Edjericon again addressed Green less than an hour later, using the legislature’s question period to paint a picture of leaders “more interested in doing damage control in the media” than fixing the territory’s healthcare system.

Green said she had recently visited six NWT communities of varying sizes and was “certainly interested in hearing” the ideas of residents who see “room for improvement.”

“What we want is the best possible health outcomes, whether they live in a small community or Yellowknife. That is something we are very focused on as a department,” she said.

Green said the chief executive of the NWT health authority’s Yellowknife region – which includes Fort Resolution – had twice visited Fort Resolution in May “and has opened channels of communication with the leadership there to work on the specific issues people have raised.”

A shortage of nurses in Fort Resolution means the community often operates with two workers instead of three, Green said, urging residents to use the territory’s complaints process if they are “afraid or unsure about advocating for themselves in the moment.”
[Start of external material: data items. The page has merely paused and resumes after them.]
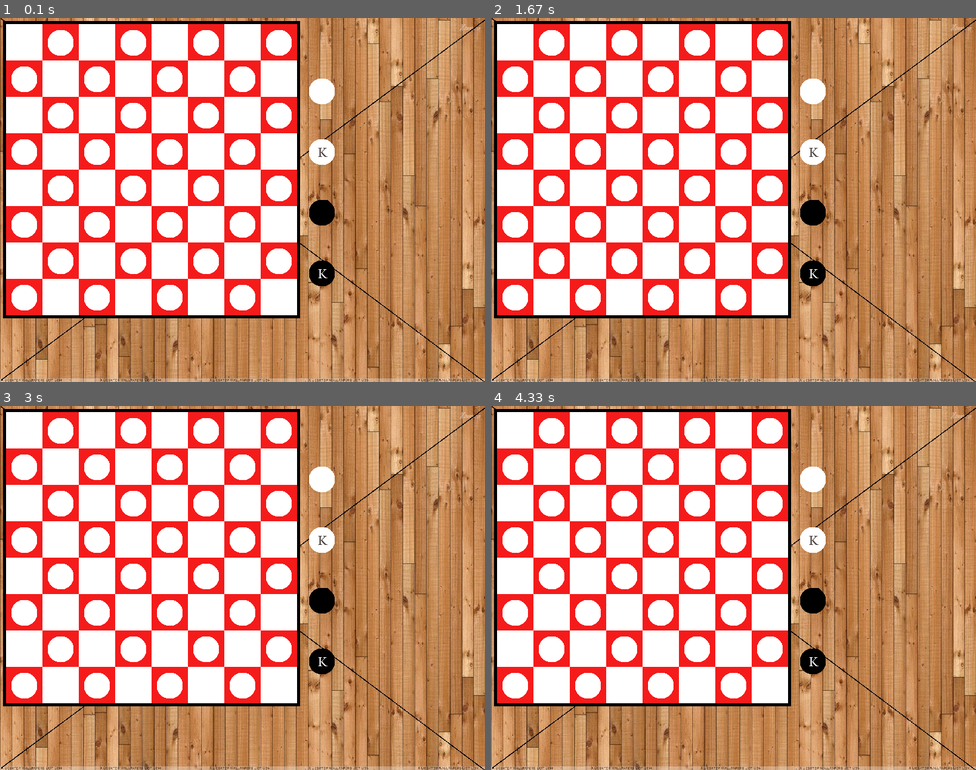
Above: before the commit, frames 1-4 (two rows, left to right).
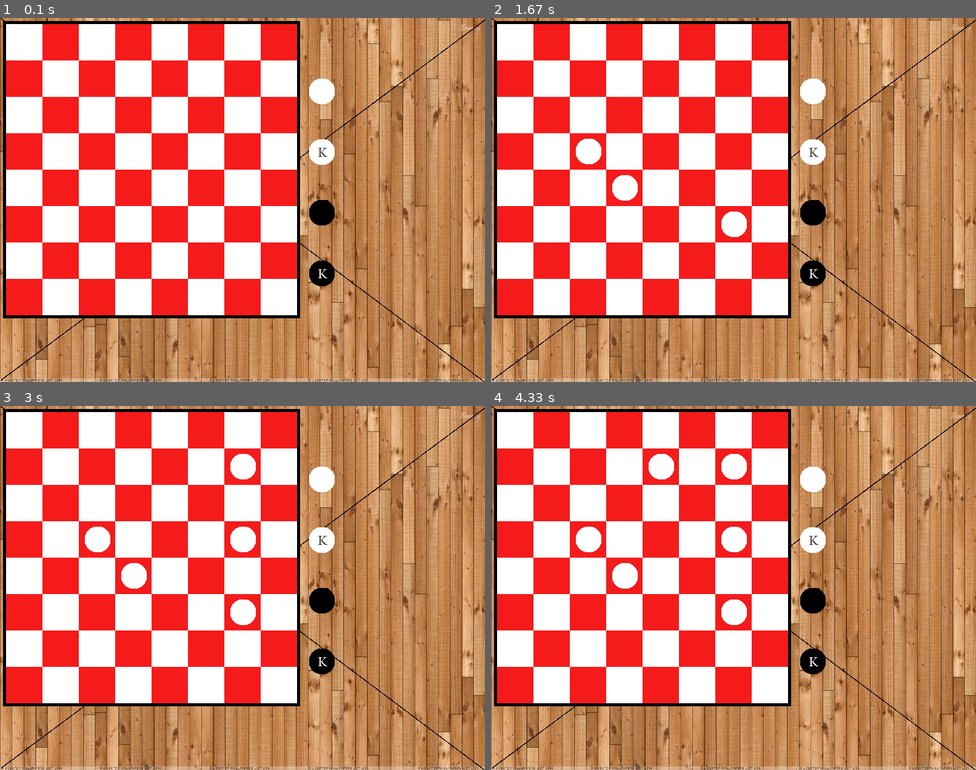
Above: after the commit, the same moments.

Repository: harwooja/Checkers
Game: pygame game, started from main.py
Same seed, same stepped clock (60 frames per second), same inputs: the game is played once before the commit and once after it. The source is Python 2; it was converted automatically to run under Python 3.
Inputs (mouse positions are in pixels of both pictures, inside the frame that each line leads up to):
- Up to frame 1 (0.1 s): no input
- Up to frame 2 (1.67 s): click (714, 214) at 0.38 s; click (617, 203) at 0.72 s; click (583, 145) at 1.05 s
- Up to frame 3 (3 s): click (252, 464) at 1.88 s; click (227, 526) at 2.72 s
- Up to frame 4 (4.33 s): click (655, 467) at 3.05 s

The runs differ from the first frame. In frame 1, 9.7% of the frame differs, in the area x 2-61%, y 3-81%; in frame 2, 8.9%; in frame 3, 8.3%; in frame 4, 8.0%.

Commit message:
Board Class Update

Diff:
--- a/Board.py
+++ b/Board.py
@@ -1,4 +1,4 @@
-import pygame, sys, Constants
+import pygame, sys, Constants, GameState
 from pygame.locals import *
 
 TOPLEFT = 10
@@ -14,7 +14,7 @@
 for m in range (8):
     boardState.append([])
     for z in range(8):
-        boardState[m].append("W")
+        boardState[m].append("Blank")
 
 def drawBoard(window):
     size = Constants.SIZE
@@ -80,26 +80,46 @@
 
             if boardState[index][j] == "B" :
 
-                    xCord = 10 + ((index*60)+9)
-                    yCord = 20 + ((j*60))
+                    yCord = 10 + ((index*60)+9)
+                    xCord = 20 + ((j*60))
                     window.blit(Bsprite,(xCord,yCord))
 
             elif boardState[index][j] == "W" :
-                    xCord = 10 + ((index*60)+9)
-                    yCord = 20 + (j*60)
+                    yCord = 10 + ((index*60)+9)
+                    xCord = 20 + (j*60)
                     window.blit(Wsprite,(xCord,yCord))
 
             elif boardState[index][j] == "KB" :
-                    xCord = 10 + ((index*60)+9)
-                    yCord = 20 + (j*60)
+                    yCord = 10 + ((index*60)+9)
+                    xCord = 20 + (j*60)
                     window.blit(BKsprite,(xCord,yCord))
 
             elif boardState[index][j] == "KW" :
-                    xCord = 10 + ((index*60)+9)
-                    yCord = 20 + (j*60)
+                    yCord = 10 + ((index*60)+9)
+                    xCord = 20 + (j*60)
                     window.blit(WKsprite,(xCord,yCord))
 
 
+def selectTile(a, b):
+
+    s = GameState.s
+
+    if (s.getGameState() == 1):
+
+        checkC = a + b
+
+        if (checkC % 2 != 0):
+            boardState[a][b] = s.getSelectedCustomPiece()
+
+
+
+
+
+def insertPiece(a, b, piece):
+    boardState[a][b] = piece
+
+def deletePiece(a, b):
+    boardState[a][b] = "BLANK"
 
 
 
--- a/GameState.py
+++ b/GameState.py
@@ -1,9 +1,24 @@
 import Constants
 
-gameState = 0 #0 = preSetup,CustomSetup,PlayState
 
-def getGameState():
-    return gameState
-def setGameState(x):
-    if (type(x) is  int) and (0<= x <= 3):
-        gameState = x
+class State():
+
+    gameState = 0 #0 = preSetup,CustomSetup,PlayState
+
+    selectedCustomTile = "W"
+
+    def getGameState(self):
+        return self.gameState
+    def setGameState(self,x):
+        if (type(x) is  int) and (0<= x <= 3):
+            self.gameState = x
+
+    def getSelectedCustomPiece(self):
+        return self.selectedCustomTile
+
+
+    def setSelectedCustomPiece(self,x):
+        self.selectedCustomTile = x
+
+
+s = State()
--- a/InputManager.py
+++ b/InputManager.py
@@ -9,6 +9,6 @@
         column = (pos[0]-bTopLeft)/60
         row = (pos[1]-bTopLeft)/60
         print (row,column)
-        #Board.selectTile(row,column)
+        Board.selectTile(row,column)
     else:
         print pos
--- a/main.py
+++ b/main.py
@@ -6,7 +6,8 @@
 pygame.display.set_caption("Checkers 2ME3/2AA4 #CompSci4Life")
 done = False
 clock = pygame.time.Clock()
-
+GameState.s.setGameState(1)
+print GameState.s.getGameState()
 
 #Event Loop
 while done == False:
Not shown, changed: Board.pyc
Not shown, changed: GameState.pyc
Not shown, changed: InputManager.pyc
Not shown, changed: Menu.pyc
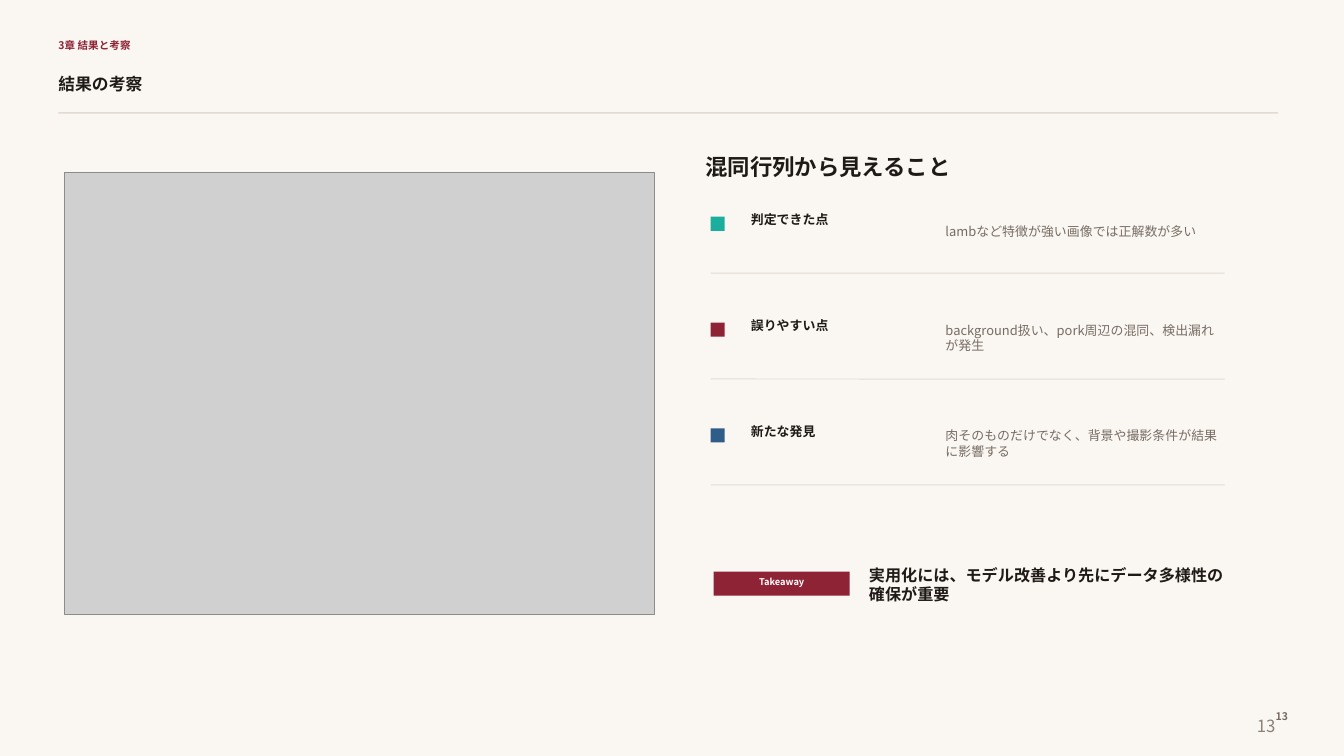
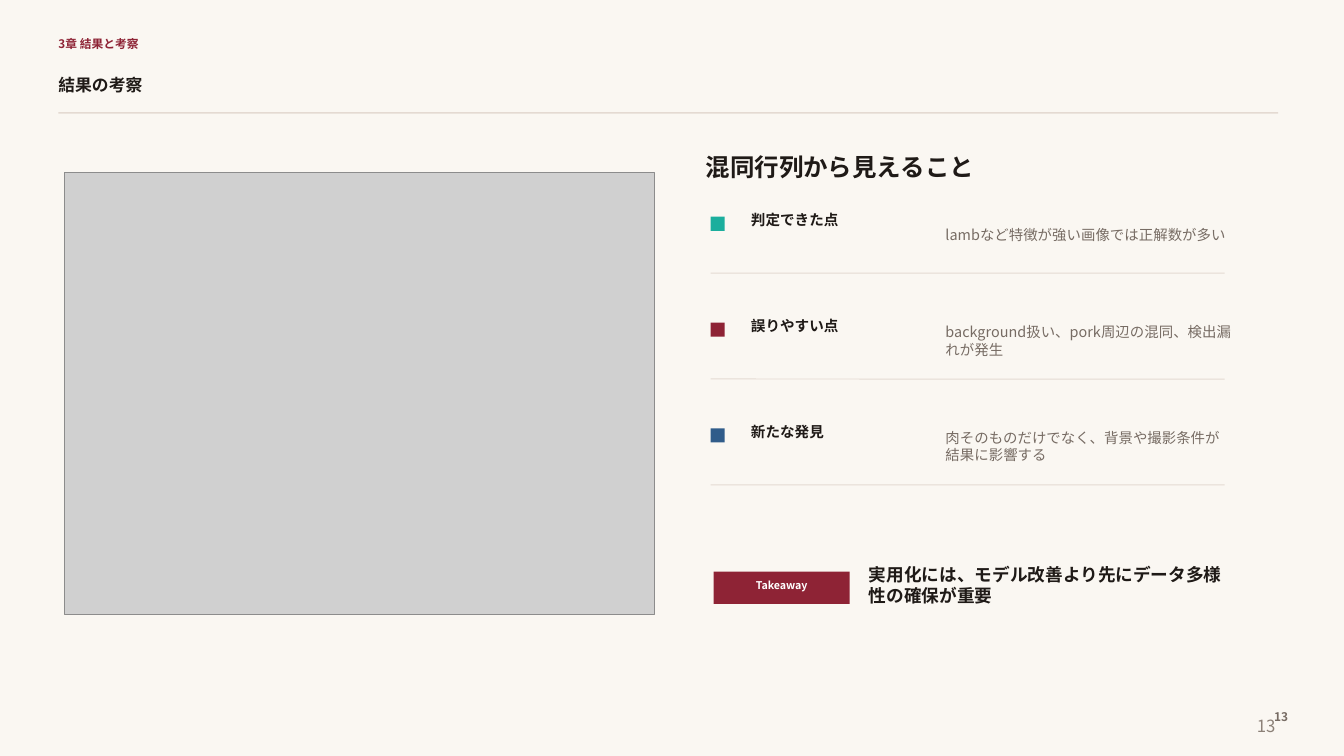
Before and after one commit to moka610/meat-detection-yolo, a slide deck: slide 13 of slides_meat_yolo/meat_yolo_roboflow_presentation.pptx. Drawn at 1344x756 pixels with LibreOffice and Linux fonts; fonts in the diff are those of the drawing; grey boxes stand for pictures. Boxes give left, top, right and bottom in pixels: in the first picture for what was removed or moved away, otherwise in the second. Text is boxed around its words. In the diff, an @@ line names an element or a change of style, - is before the commit and + after.

```diff
--- a/slides_meat_yolo/meat_yolo_roboflow_presentation.pptx
+++ b/slides_meat_yolo/meat_yolo_roboflow_presentation.pptx
@@ text "3章 結果と考察" at box(58, 38, 139, 49): size 7.5 to 8.4 pt @@
@@ text "混同行列から見えること" at box(706, 155, 975, 179): size 16 to 17.5 pt @@
@@ size 9.2 to 10.4 pt in 3 elements at box(751, 212, 839, 227), box(751, 318, 839, 332), box(751, 424, 824, 439) @@
@@ size 9.2 to 10.3 pt in 3 elements at box(945, 228, 1225, 241), box(945, 325, 1231, 356), box(945, 431, 1219, 461) @@
@@ text "実用化には、モデル改善より先にデータ多様性の確保が重要" at box(869, 566, 1222, 604): size 11.5 to 12.6 pt @@
@@ rectangle: place and size @@
-rectangle at box(714, 572, 850, 596)
+rectangle at box(714, 572, 850, 604)
@@ text "Takeaway" at box(756, 580, 808, 592): size 6.6 to 7.6 pt @@
@@ text "13" at box(1274, 712, 1288, 721): size 7.5 to 8.5 pt @@
```
Also in this commit, not shown: 13 other slides changed, 1 other file.

The disagreement between Green and Edjericon has echoes of the ongoing, years-long falling-out between Green and Great Slave MLA Katrina Nokleby, whose exchanges in the legislature are seldom cordial.

Edjericon’s predecessor, Steve Norn, was removed from the legislature in part because other MLAs accused him of “toxic behaviour” toward colleagues. Jackson Lafferty, the former Monfwi MLA, was ordered out of the legislature when he refused to apologize for calling Premier Caroline Cochrane of misleading MLAs and breaking the law.